• _HOW TO COMPLETE THIS TASK_: Scan the material below for "типы", then return each line that contains it.

━━━

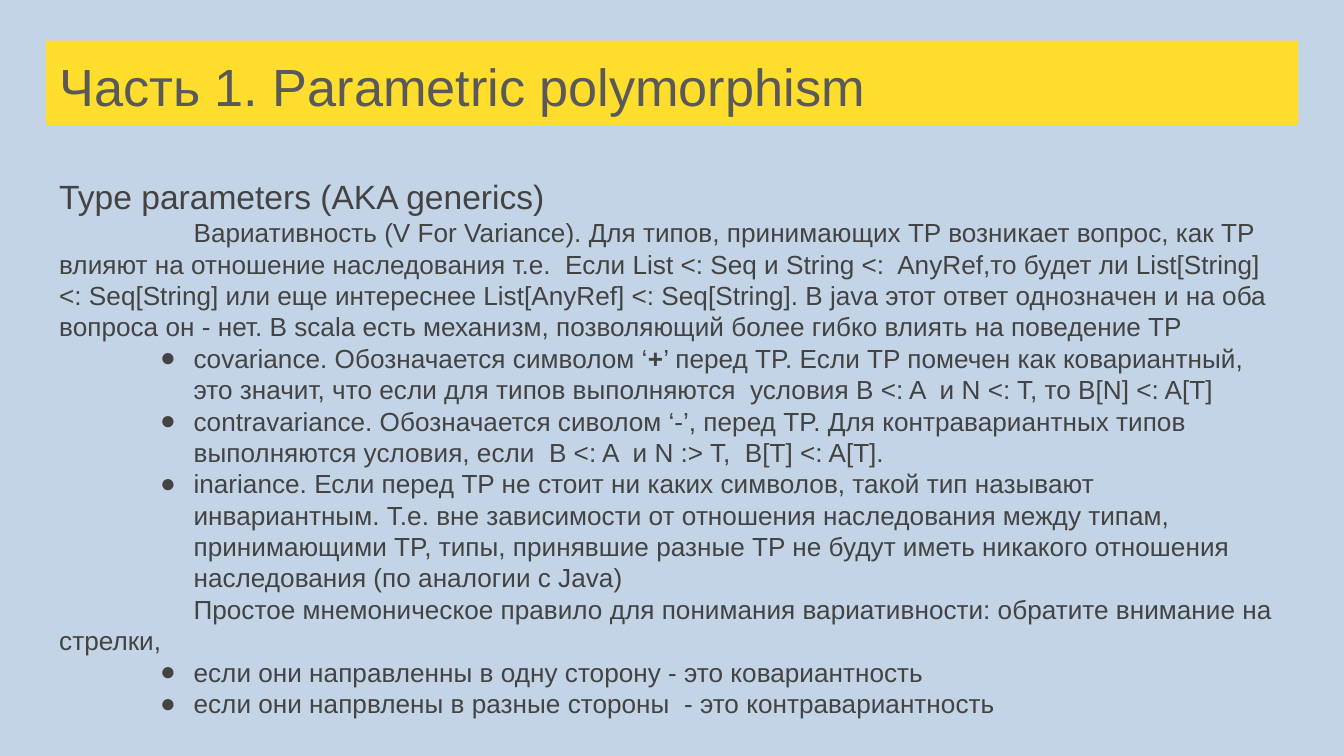
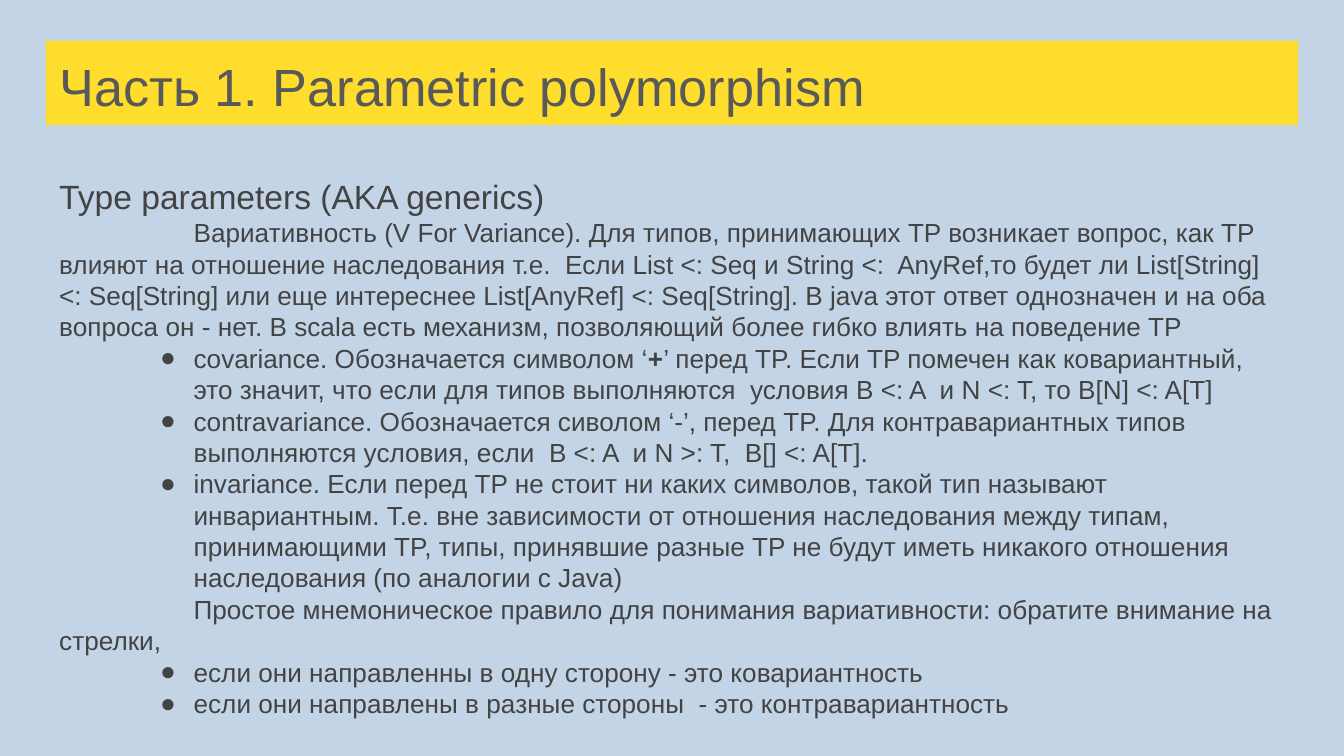
Before and after one commit to sergeypopov83/scala-school, a slide deck: slide 126 of src/main/resources/Лекции Scala для FinTech.pptx. Drawn at 1344x756 pixels with LibreOffice and Linux fonts; fonts in the diff are those of the drawing. Boxes give left, top, right and bottom in pixels: in the first picture for what was removed or moved away, otherwise in the second. Text is boxed around its words. In the diff, an @@ line names an element or a change of style, - is before the commit and + after.

```diff
--- a/src/main/resources/Лекции Scala для FinTech.pptx
+++ b/src/main/resources/Лекции Scala для FinTech.pptx
@@ text at bbox=[194, 412, 1229, 593]: text changed @@
-● contravariance. Обозначается сиволом ‘-’, перед TP. Для контравариантных типов выполняются условия, если B <: A и N :> T, B[T] <: A[T].
-● inariance. Если перед TP не стоит ни каких символов, такой тип называют инвариантным. Т.е. вне зависимости от отношения наследования между типам, принимающими TP, типы, принявшие разные TP не будут иметь никакого отношения наследования (по аналогии с Java)
+● contravariance. Обозначается сиволом ‘-’, перед TP. Для контравариантных типов выполняются условия, если B <: A и N >: T, B[] <: A[T].
+● invariance. Если перед TP не стоит ни каких символов, такой тип называют инвариантным. Т.е. вне зависимости от отношения наследования между типам, принимающими TP, типы, принявшие разные TP не будут иметь никакого отношения наследования (по аналогии с Java)
@@ text at bbox=[194, 699, 1009, 719]: text changed @@
-● если они напрвлены в разные стороны - это контравариантность
+● если они направлены в разные стороны - это контравариантность
```
Also in this commit, not shown: 11 other slides changed, 13 other files.

━━━

• _ANSWER BELOW_:
-● inariance. Если перед TP не стоит ни каких символов, такой тип называют инвариантным. Т.е. вне зависимости от отношения наследования между типам, принимающими TP, типы, принявшие разные TP не будут иметь никакого отношения наследования (по аналогии с Java)
+● invariance. Если перед TP не стоит ни каких символов, такой тип называют инвариантным. Т.е. вне зависимости от отношения наследования между типам, принимающими TP, типы, принявшие разные TP не будут иметь никакого отношения наследования (по аналогии с Java)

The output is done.